• _Your instructions_: What is the number of lines in the listing below that contain the string "return"? Give that number only.

BEGIN

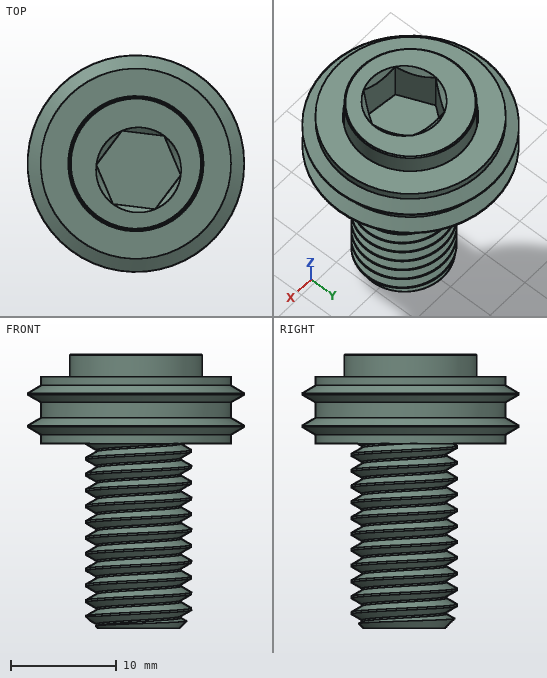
import cadquery as cq
import math

TOTAL_HEIGHT = 26.0
RING_BOTTOM = 17.5
RING_HEIGHT = 6.37

RING_RADIUS = 9.02
RIDGE_RADIUS = 20.57 / 2
RIDGE_OFFSET = 1.53
RIDGE_BASE = 1.6
RIDGE_CREST = 0.13
BORE_RADIUS = 6.42

LIP_RADIUS = 5.85
LIP_THICKNESS = 1.05

HEAD_RADIUS = 6.3
HEAD_CHAMFER = 0.13
SHANK_LENGTH = RING_BOTTOM + LIP_THICKNESS
HEAD_HEIGHT = TOTAL_HEIGHT - SHANK_LENGTH

ECCENTRICITY = 0.65
ECCENTRIC_ANGLE = -67.0
AXIS_X = ECCENTRICITY * math.cos(math.radians(ECCENTRIC_ANGLE))
AXIS_Y = ECCENTRICITY * math.sin(math.radians(ECCENTRIC_ANGLE))

HEX_FLATS = 7.0
HEX_CORNERS = HEX_FLATS / math.cos(math.radians(30))
SOCKET_DEPTH = 4.68
LEAD_IN_SLOPE = 45.0

MAJOR_RADIUS = 5.02
ROOT_RADIUS = 4.03
TEN_TURN_RISE = 15.0
PITCH = TEN_TURN_RISE / 10
THREAD_CREST = PITCH / 8
FLANK_ANGLE = 30.0
THREAD_PHASE = 1.07
TIP_RADIUS = 3.87
ROOT_OVERLAP = 0.08
TRIM_CLEARANCE = 0.52


def make_ring():
    middle = RING_BOTTOM + RING_HEIGHT / 2
    outline = [(LIP_RADIUS, RING_BOTTOM), (RING_RADIUS, RING_BOTTOM)]
    for crest in (middle - RIDGE_OFFSET, middle + RIDGE_OFFSET):
        outline += [
            (RING_RADIUS, crest - RIDGE_BASE / 2),
            (RIDGE_RADIUS, crest - RIDGE_CREST / 2),
            (RIDGE_RADIUS, crest + RIDGE_CREST / 2),
            (RING_RADIUS, crest + RIDGE_BASE / 2),
        ]
    ring_top = RING_BOTTOM + RING_HEIGHT
    outline += [(RING_RADIUS, ring_top), (BORE_RADIUS, ring_top)]
    outline += [(BORE_RADIUS, SHANK_LENGTH), (LIP_RADIUS, SHANK_LENGTH)]
    return cq.Workplane("XZ").polyline(outline).close().revolve(360, (0, 0), (0, 1))


def make_thread_ridge():
    """Right-handed helical ridge about Z, overrunning both ends of the shank."""
    start = THREAD_PHASE - 2 * PITCH
    turns = math.ceil((SHANK_LENGTH - start) / PITCH) + 1
    inner = ROOT_RADIUS - ROOT_OVERLAP
    crest_half = THREAD_CREST / 2
    base_half = crest_half + (MAJOR_RADIUS - inner) * math.tan(math.radians(FLANK_ANGLE))
    profile = [
        (inner, -base_half),
        (MAJOR_RADIUS, -crest_half),
        (MAJOR_RADIUS, crest_half),
        (inner, base_half),
    ]
    helix = cq.Wire.makeHelix(PITCH, turns * PITCH, ROOT_RADIUS)
    ridge = cq.Workplane("XZ").polyline(profile).close().sweep(cq.Workplane(helix), isFrenet=True)
    return ridge.rotate((0, 0, 0), (0, 0, 1), 180).translate((0, 0, start))


def make_point_cutter():
    """Ring of triangular section that leaves a 45 degree point on the shank."""
    reach = MAJOR_RADIUS + TRIM_CLEARANCE - TIP_RADIUS
    corners = [
        (TIP_RADIUS - TRIM_CLEARANCE, -TRIM_CLEARANCE),
        (TIP_RADIUS + reach, -TRIM_CLEARANCE),
        (TIP_RADIUS + reach, reach),
    ]
    return cq.Workplane("XZ").polyline(corners).close().revolve(360, (0, 0), (0, 1))


def make_shank():
    trim = cq.Workplane("XY").circle(MAJOR_RADIUS + TRIM_CLEARANCE).extrude(SHANK_LENGTH)
    core = cq.Workplane("XY").circle(ROOT_RADIUS).extrude(SHANK_LENGTH)
    threaded = core.union(make_thread_ridge().intersect(trim))
    return threaded.cut(make_point_cutter()).translate((AXIS_X, AXIS_Y, 0))


def make_socket():
    hexagon = (
        cq.Workplane("XY")
        .polygon(6, HEX_CORNERS)
        .extrude(SOCKET_DEPTH)
        .rotate((0, 0, 0), (0, 0, 1), ECCENTRIC_ANGLE)
        .translate((AXIS_X, AXIS_Y, TOTAL_HEIGHT - SOCKET_DEPTH))
    )
    mouth_radius = HEX_CORNERS / 2
    cone_depth = mouth_radius * math.tan(math.radians(LEAD_IN_SLOPE))
    mouth_center = cq.Vector(AXIS_X, AXIS_Y, TOTAL_HEIGHT)
    cone = cq.Solid.makeCone(mouth_radius, 0, cone_depth, mouth_center, cq.Vector(0, 0, -1))
    lead_in = cq.Workplane(cone)
    return hexagon.union(lead_in)


def make_screw():
    head = (
        cq.Workplane("XY", origin=(0, 0, SHANK_LENGTH))
        .circle(HEAD_RADIUS)
        .extrude(HEAD_HEIGHT)
        .faces(">Z")
        .chamfer(HEAD_CHAMFER)
    )
    return head.union(make_shank()).cut(make_socket())


ring = make_ring()
screw = make_screw()
result = cq.Compound.makeCompound([ring.val(), *screw.solids().vals()])

END

• _Result of the task_: 6